LISTED RECORDS –

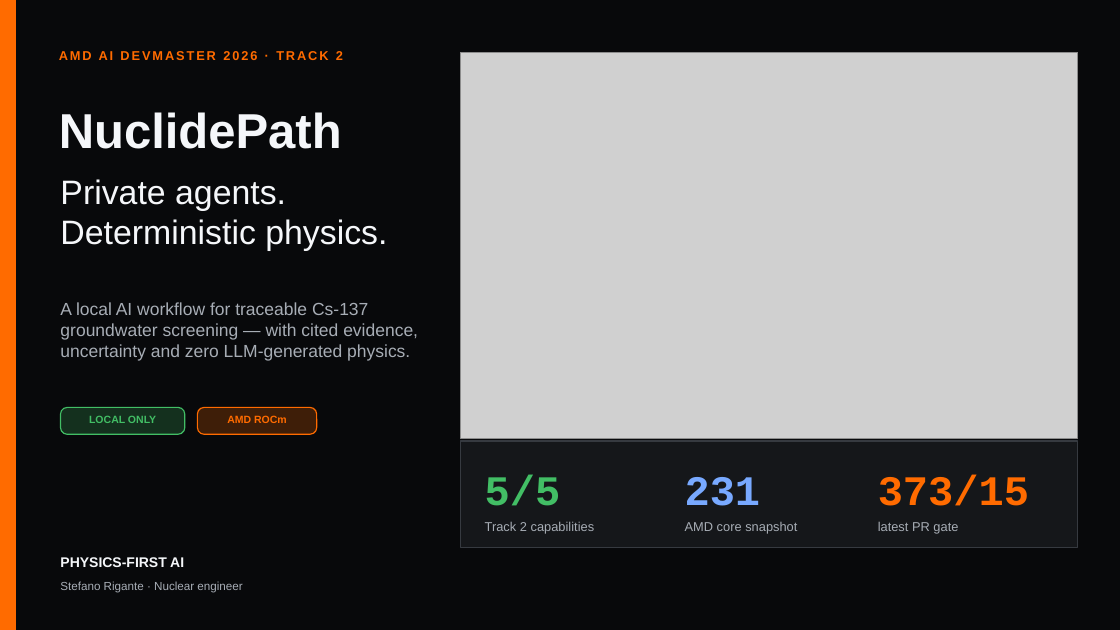
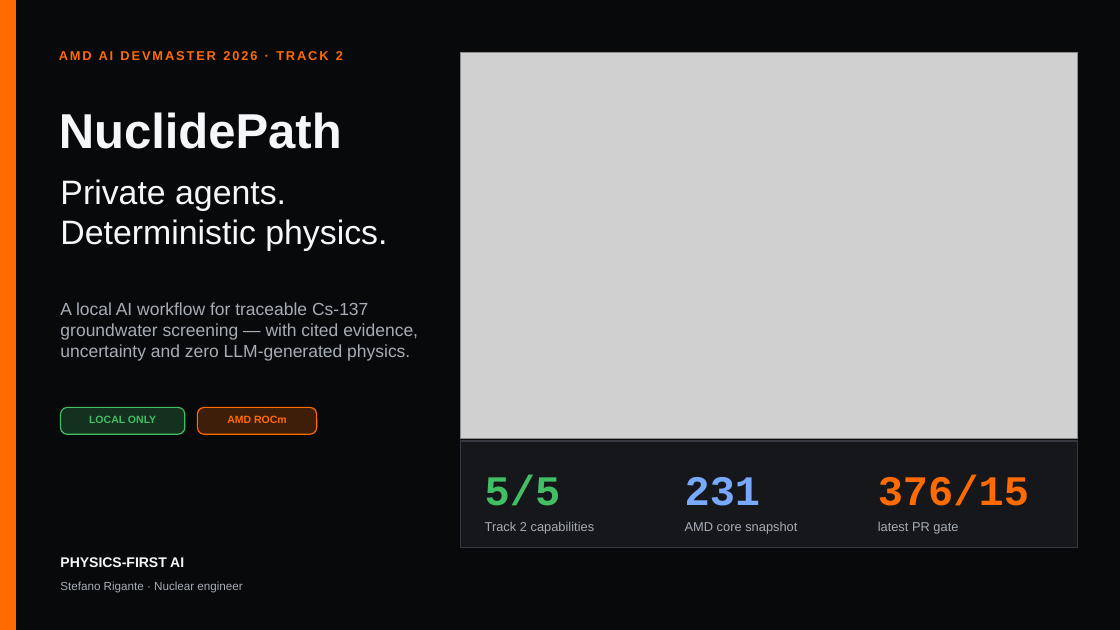
Before and after one commit to anakinsuper/Radeon-hackathon-2026-07, a slide deck: slide 1 of submissions/Track2-Physics-First-AI-NuclidePath/NuclidePath_Track2_Deck.pptx. Drawn at 1120x630 pixels with LibreOffice and Linux fonts; fonts in the diff are those of the drawing; grey boxes stand for pictures. Boxes give left, top, right and bottom in pixels: in the first picture for what was removed or moved away, otherwise in the second. Text is boxed around its words. In the diff, an @@ line names an element or a change of style, - is before the commit and + after.

```diff
--- a/submissions/Track2-Physics-First-AI-NuclidePath/NuclidePath_Track2_Deck.pptx
+++ b/submissions/Track2-Physics-First-AI-NuclidePath/NuclidePath_Track2_Deck.pptx
@@ text at [878, 475, 1029, 506]: text changed @@
-373/15
+376/15
```
Also in this commit, not shown: 25 other files.

AIM OF THE EXERCISE –
Find the word "NuclidePath" in the listing above, then copy each line where it turns up.

SOLUTION FOR THIS EXERCISE –
Before and after one commit to anakinsuper/Radeon-hackathon-2026-07, a slide deck: slide 1 of submissions/Track2-Physics-First-AI-NuclidePath/NuclidePath_Track2_Deck.pptx. Drawn at 1120x630 pixels with LibreOffice and Linux fonts; fonts in the diff are those of the drawing; grey boxes stand for pictures. Boxes give left, top, right and bottom in pixels: in the first picture for what was removed or moved away, otherwise in the second. Text is boxed around its words. In the diff, an @@ line names an element or a change of style, - is before the commit and + after.
--- a/submissions/Track2-Physics-First-AI-NuclidePath/NuclidePath_Track2_Deck.pptx
+++ b/submissions/Track2-Physics-First-AI-NuclidePath/NuclidePath_Track2_Deck.pptx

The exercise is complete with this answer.